# Duff McKagan - Why is he alive?



## GuitarsCanada (Dec 30, 2005)

I find it amazing how some of these rock stars can do what they do and live, while the rest of us would drop dead. I stumbled across this interview last Friday and watched it all. Totally insane what this guy was doing and survived. But to his credit he finally got it turned around.

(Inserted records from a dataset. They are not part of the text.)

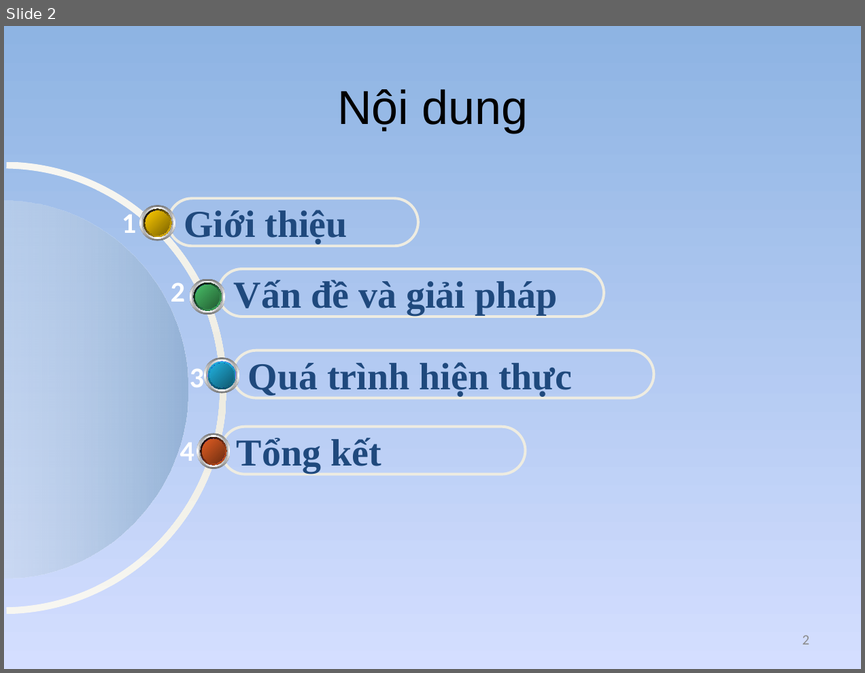
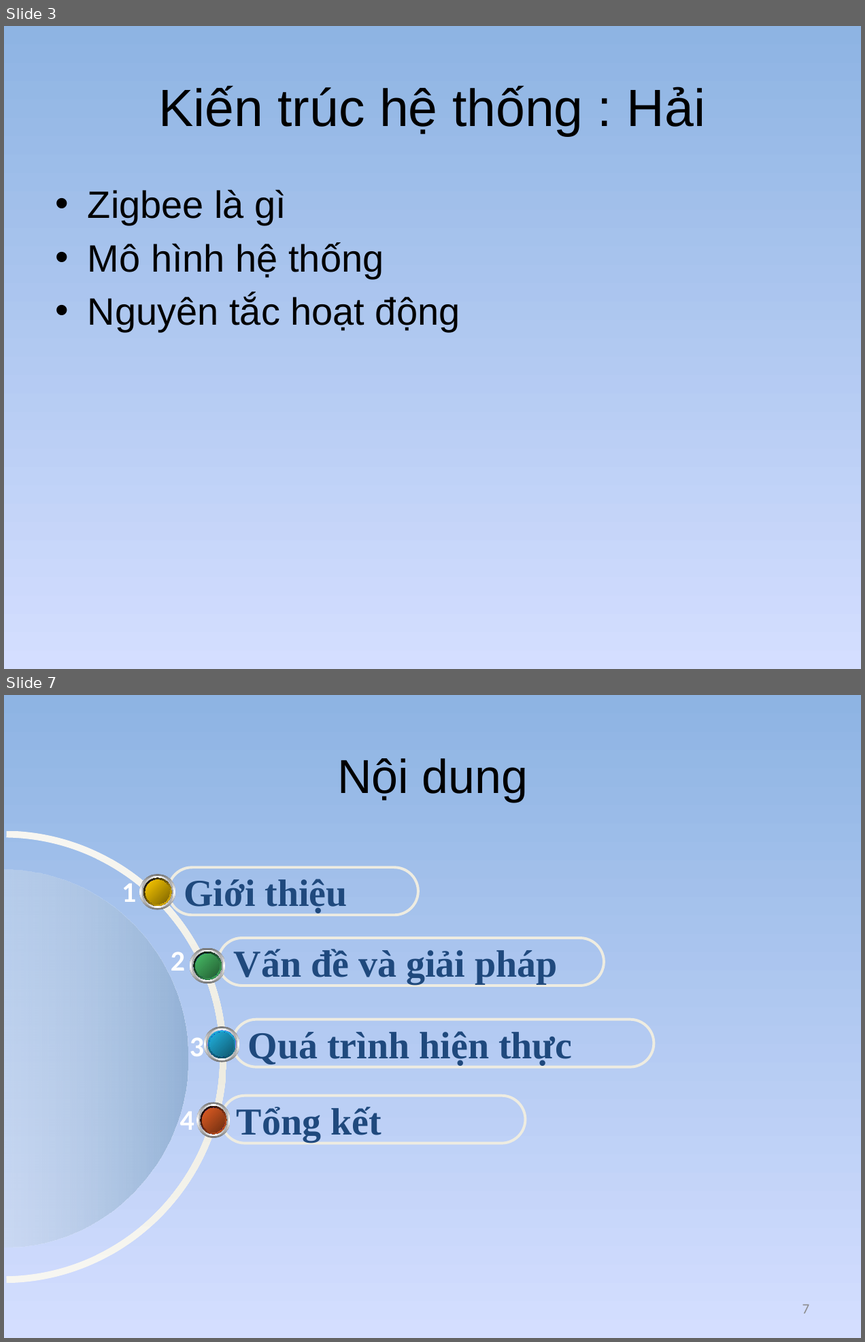
Before and after one commit to golf2109/zigbee-in-supermaket, a slide deck: docs/Report/Queue-Busting.pptx. Shown one above the other, each under a label of ours: slide 2 before the commit, slides 3 and 7 after it; the slides between them are not shown. The pictures are 865x673 and 865x1342 pixels, drawn with LibreOffice and Linux fonts; fonts in the diff are those of the drawing. Boxes give left, top, right and bottom in pixels: in the first picture for what was removed or moved away, otherwise in the second. Text is boxed around its words. In the diff, an @@ line names an element or a change of style, - is before the commit and + after.

```diff
--- a/docs/Report/Queue-Busting.pptx
+++ b/docs/Report/Queue-Busting.pptx
@@ slide 3 added at (4,26,861,669), background gradient #8EB4E3 to #D4DEFF to #96AB94 @@
@@ title added at (158,86,705,136), 44 pt, text #000000 @@
+Kiến trúc hệ thống : Hải
@@ text added at (88,189,460,332), 32 pt, text #000000 @@
+• Zigbee là gì
+• Mô hình hệ thống
+• Nguyên tắc hoạt động
@@ what was slide 2 is now slide 7 @@
@@ page number at (802,1304,810,1313): text changed @@
-2
+7
```
Also in this commit, not shown: 1 slide changed, 4 other slides added.

[video=youtube;J97j6o4eEIg]http://www.youtube.com/watch?v=J97j6o4eEIg[/video]


----------



## marcos (Jan 13, 2009)

It amazes me that some people can consume alcohol and drugs to a point where it can kill them. I understand the addiction but dont understand the reason. If you are a famous person making a living out of doing something you love, why flush it all down the toilet. Hope he gets his act together and tries to remain sober for a while and see if he likes that instead of inflicting pain and misery upon himself,friends and familly.


----------



## Latiator (Jul 18, 2007)

I'm in amazement their resiliency. Slash's book divulges some pretty incredible stories of being on the brink of death and in one case, dying and being revived just to do it all again the next week. I had heard last year that scientist were studying Ozzy Osborne's blood to investigate how someone's body can withstand such abuse for so long without giving up the ghost. I wonder what's come of that study...


----------



## GuitarsCanada (Dec 30, 2005)

Must be something to it. I have two glasses of wine and I am wired. I can't imagine getting up on a stage and performing for 2 plus hours, doing it 5 nights a week on a 4 month tour... it is just mind boggling


----------



## greco (Jul 15, 2007)

I have read two books about Miles Davis...I have absolutely no idea how he was able to live as long as he did...same sort of thing.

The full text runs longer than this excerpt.